TBMM Başkanı Cemil Çiçek, Karaman'da düzenlenen 736'ncı Türk Dil Bayramı'na katılmak için önce yüksek hızlı trenle Ankara'dan Konya'ya geldi. Oradan da karayolu ile Karaman'a geçti. Piri Reis Kültür Merkezi'nde düzenlenen Türk Dil Bayramı kutlama programları kapsamındaki 'Gençliğin Türkçe Kurultay'ında konuşan Çiçek, Türkçe'nin önemine değindi. 

Fransa'da hazırlanan ekonomi raporu hakkında bir kaç gün önce gazetelerde yayınlanan habere dikkat çeken Çiçek, şunları söyledi, "Fransa'da bir rapor hazırlanıyor ve raporun ismi İngilizce olarak sivil ekonomi. Fransız başbakanı bu raporun ismine takılıyor ve bunun Fransızca'sını yazmak varken siz İngilizce neden kelime kullandınız diye. Bundan sonra Fransızca'nın dışında başka bir dilin kullanılmasını yasaklayan bir genelge yayınlıyor. Bizde yayınlansaydı ne olurdu, diye düşünmek lazım." 
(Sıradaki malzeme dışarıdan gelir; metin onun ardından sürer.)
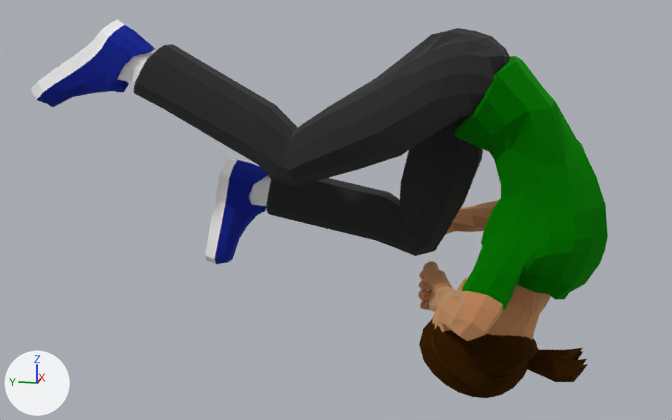
A saved change to the glTF model chapter06/01_opengl_cameras/assets/man/Man.gltf.
Camera for both pictures: a 50 mm camera at (-6.28, -0.69, 2.83) aimed at (0.15, 0.6, 1.22). Arrows for +X, +Y and +Z are at lower left; the lights stay in place. Both versions are drawn at frame 10 of the action 'Roll'; the numbers are the values there. Vertices at the same position are counted once.

Objects in the first picture: 'Casual2_Body', 'Casual2_Feet', 'Casual2_Head', 'Casual2_Legs'.
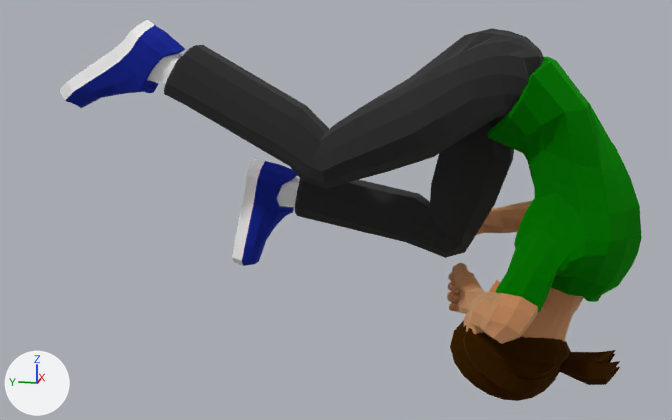
What differs and where, as boxes [x1, y1, x2, y2] in the pictures (672 x 420 px; the box of a moved part takes in the faces that stretch with it):
'Casual2_Legs', mesh moved
    before: [133, 28, 510, 256]
    after: [164, 28, 544, 258]
'Casual2_Body', mesh moved
    before: [418, 56, 608, 341]
    after: [447, 57, 642, 344]
'Casual2_Feet', mesh moved
    before: [31, 19, 271, 264]
    after: [59, 20, 300, 266]
'Casual2_Head', reshaped
    before: [419, 277, 588, 398]
    after: [450, 280, 620, 401]
part 3 of me_cube_015, moved or reshaped
    before: [457, 277, 467, 291]
    after: [488, 280, 500, 293]
part 4 of me_cube_015, moved or reshaped
    before: [442, 330, 523, 377]
    after: [475, 333, 556, 379]
part 5 of me_cube_015, moved or reshaped
    before: [461, 334, 539, 361]
    after: [493, 336, 571, 364]
part 6 of me_cube_015, moved or reshaped
    before: [431, 326, 533, 391]
    after: [463, 328, 562, 393]
part 7 of me_cube_015, moved or reshaped
    before: [424, 323, 528, 397]
    after: [455, 325, 560, 399]
part 8 of me_cube_015, moved or reshaped
    before: [419, 318, 533, 398]
    after: [450, 320, 559, 401]
part 9 of me_cube_015, moved or reshaped
    before: [527, 364, 588, 382]
    after: [559, 367, 620, 385]
part 10 of me_cube_015, moved or reshaped
    before: [527, 356, 587, 377]
    after: [560, 358, 620, 379]
part 11 of me_cube_015, moved or reshaped
    before: [575, 351, 583, 360]
    after: [607, 354, 615, 363]
part 12 of me_cube_015, moved or reshaped
    before: [535, 348, 583, 361]
    after: [568, 350, 616, 363]
part 13 of me_cube_015, rebuilt
    before: [433, 284, 550, 340]
    after: [464, 287, 583, 342]

What the commit changed:
me_cube_010 has 1405 vertices, 2806 faces and spans x -0.23..0.342, y -0.433..0.064, z 0.134..0.778.
me_cube_010 is used by ob_casual2_body; location (0.0, 0.0, 0.006); scale (3.0, 3.0, 3.0).
me_cube_010 part 1: the whole mesh is moved by (0.0, -0.072, 0.0).
me_cube_003 has 280 vertices, 552 faces and spans x -0.121..0.192, y 0.262..0.903, z 0.227..0.858.
me_cube_003 is used by ob_casual2_feet; location (0.0, 0.0, 0.006); scale (3.0, 3.0, 3.0).
me_cube_003 part 2: the whole mesh is moved by (0.0, -0.072, 0.0).
me_cube_015 is used by ob_casual2_head; location (0.0, 0.0, 0.006); scale (3.0, 3.0, 3.0).
me_cube_015 had 946 vertices, 1756 faces and spanned x -0.139..0.089, y -0.405..-0.017, z -0.005..0.313.
me_cube_015 now has 910 vertices, 1684 faces and spans x -0.139..0.089, y -0.477..-0.09, z -0.005..0.313.
me_cube_015 part 3: the loose piece of 11 vertices spanning x -0.017..0.011, y -0.135..-0.089, z 0.22..0.272 is moved by (0.0, -0.072, 0.0).
me_cube_015 part 4: the loose piece of 57 vertices spanning x -0.139..-0.076, y -0.265..-0.072, z 0.072..0.18 is moved by (0.0, -0.072, 0.0).
me_cube_015 part 5: the loose piece of 45 vertices spanning x -0.131..-0.025, y -0.292..-0.097, z 0.112..0.185 is moved by (0.0, -0.072, 0.0).
me_cube_015 part 6: the loose piece of 57 vertices spanning x -0.132..-0.039, y -0.278..-0.049, z 0.039..0.179 is moved by (0.0, -0.072, 0.0).
me_cube_015 part 7: the loose piece of 57 vertices spanning x -0.114..-0.025, y -0.277..-0.032, z 0.013..0.183 is moved by (0.0, -0.072, 0.0).
me_cube_015 part 8: the loose piece of 57 vertices spanning x -0.093..0.007, y -0.281..-0.017, z -0.005..0.184 is moved by (0.0, -0.072, 0.0).
me_cube_015 part 9: the loose piece of 21 vertices spanning x -0.064..0.005, y -0.405..-0.246, z 0.043..0.101 is moved by (0.0, -0.072, 0.0).
me_cube_015 part 10: the loose piece of 21 vertices spanning x -0.072..-0.025, y -0.4..-0.248, z 0.055..0.114 is moved by (0.0, -0.072, 0.0).
me_cube_015 part 11: the loose piece of 21 vertices spanning x -0.038..0.034, y -0.396..-0.247, z 0.057..0.107 is moved by (0.0, -0.072, 0.0).
me_cube_015 part 12: the loose piece of 21 vertices spanning x -0.06..0.008, y -0.392..-0.252, z 0.075..0.126 is moved by (0.0, -0.072, 0.0).
me_cube_015 part 13: the loose piece of 228 vertices spanning x -0.117..0.071, y -0.328..-0.045, z 0.018..0.313 is rebuilt with 192 vertices and now spans x -0.117..0.071, y -0.4..-0.117, z 0.018..0.313.
me_cube_019 has 369 vertices, 734 faces and spans x -0.159..0.182, y -0.198..0.637, z 0.286..0.843.
me_cube_019 is used by ob_casual2_legs; location (0.0, 0.0, 0.006); scale (3.0, 3.0, 3.0).
me_cube_019 part 14: the whole mesh is moved by (0.0, -0.072, 0.0).

BELEDİYELERE TÜRKÇE UYARISI

Belediyelere Türkçe kullanımı konusunda uyarıda bulunan Çiçek, son zamanlarda birçok belediyenin 'festival' adı altında program düzenlediğini, programın ismine 'şenlik' demek varken 'festival' deyip yabancı kültürünün taşeronluğunun yapıldığını belirtti. 

Uyarılarını sürdürmeye devam eden Çiçek, işyerlerinin isimlerine de değinerek şunları söyledi, "Sokaklara çıktığımızda önce kıraathaneydi, sonra kahvehane oldu. Şimdi kafe oldu. Yazılışı, okunuşu, ifadesi bizden değil. Dallas Kıraathanesi'nden tutun, bilmem neye varıncaya kadar, bir alay zırva isim Anadolu'nun kan dökerek aldığımız, şehit vererek aldığımız bu coğrafyada elin oğlu atla değil, arabayla kültürlerini getirip bizim sokaklarımıza boca edip gidiveriyor. Belediyelerimizin buna dikkat etmesi gerekiyor. Tüm resmi kurumlarımızın da buna dikkat etmesi gerekiyor." 

KAMPÜS YERİNE KÜLLİYE

81 ilde üniversite bulunduğuna ifade eden Cemil Çiçek, üniversitelerin hem dilin ve kültürün korunması, hem de üretilmesi noktasında ciddi bir çabanın ve gayretin içinde olması gerektiğini belirtti. Kendi dilini kullanamayan toplumun beyninde gelişmeyeceğini savunan Çiçek, sözlerini söyledi: "Kendi dilini kullanmayan toplumun beyni de gelişmez, ilmi de, irfanı da gelişmez. Onun için dil, bu kadar önemli bir konudur. Birçok yerde kampüs diyoruz. Niye? Külliye desek bir sıkıntı mı vardı ki? Uzunca süre biz bunlara külliye diyorduk. Süleymaniye külliyesi, Selimiye külliyesi. Ama şimdi kampüs oldu. Campus (KempüS) oldu. Telaffuzunda bile ihtilafa düşüyoruz. Zaten yeteri kadar, kendi aramızda ihtilafımız var. Bir de dil üzerinden telaffuz üzerinden bunları söylemeye çalışıyoruz." 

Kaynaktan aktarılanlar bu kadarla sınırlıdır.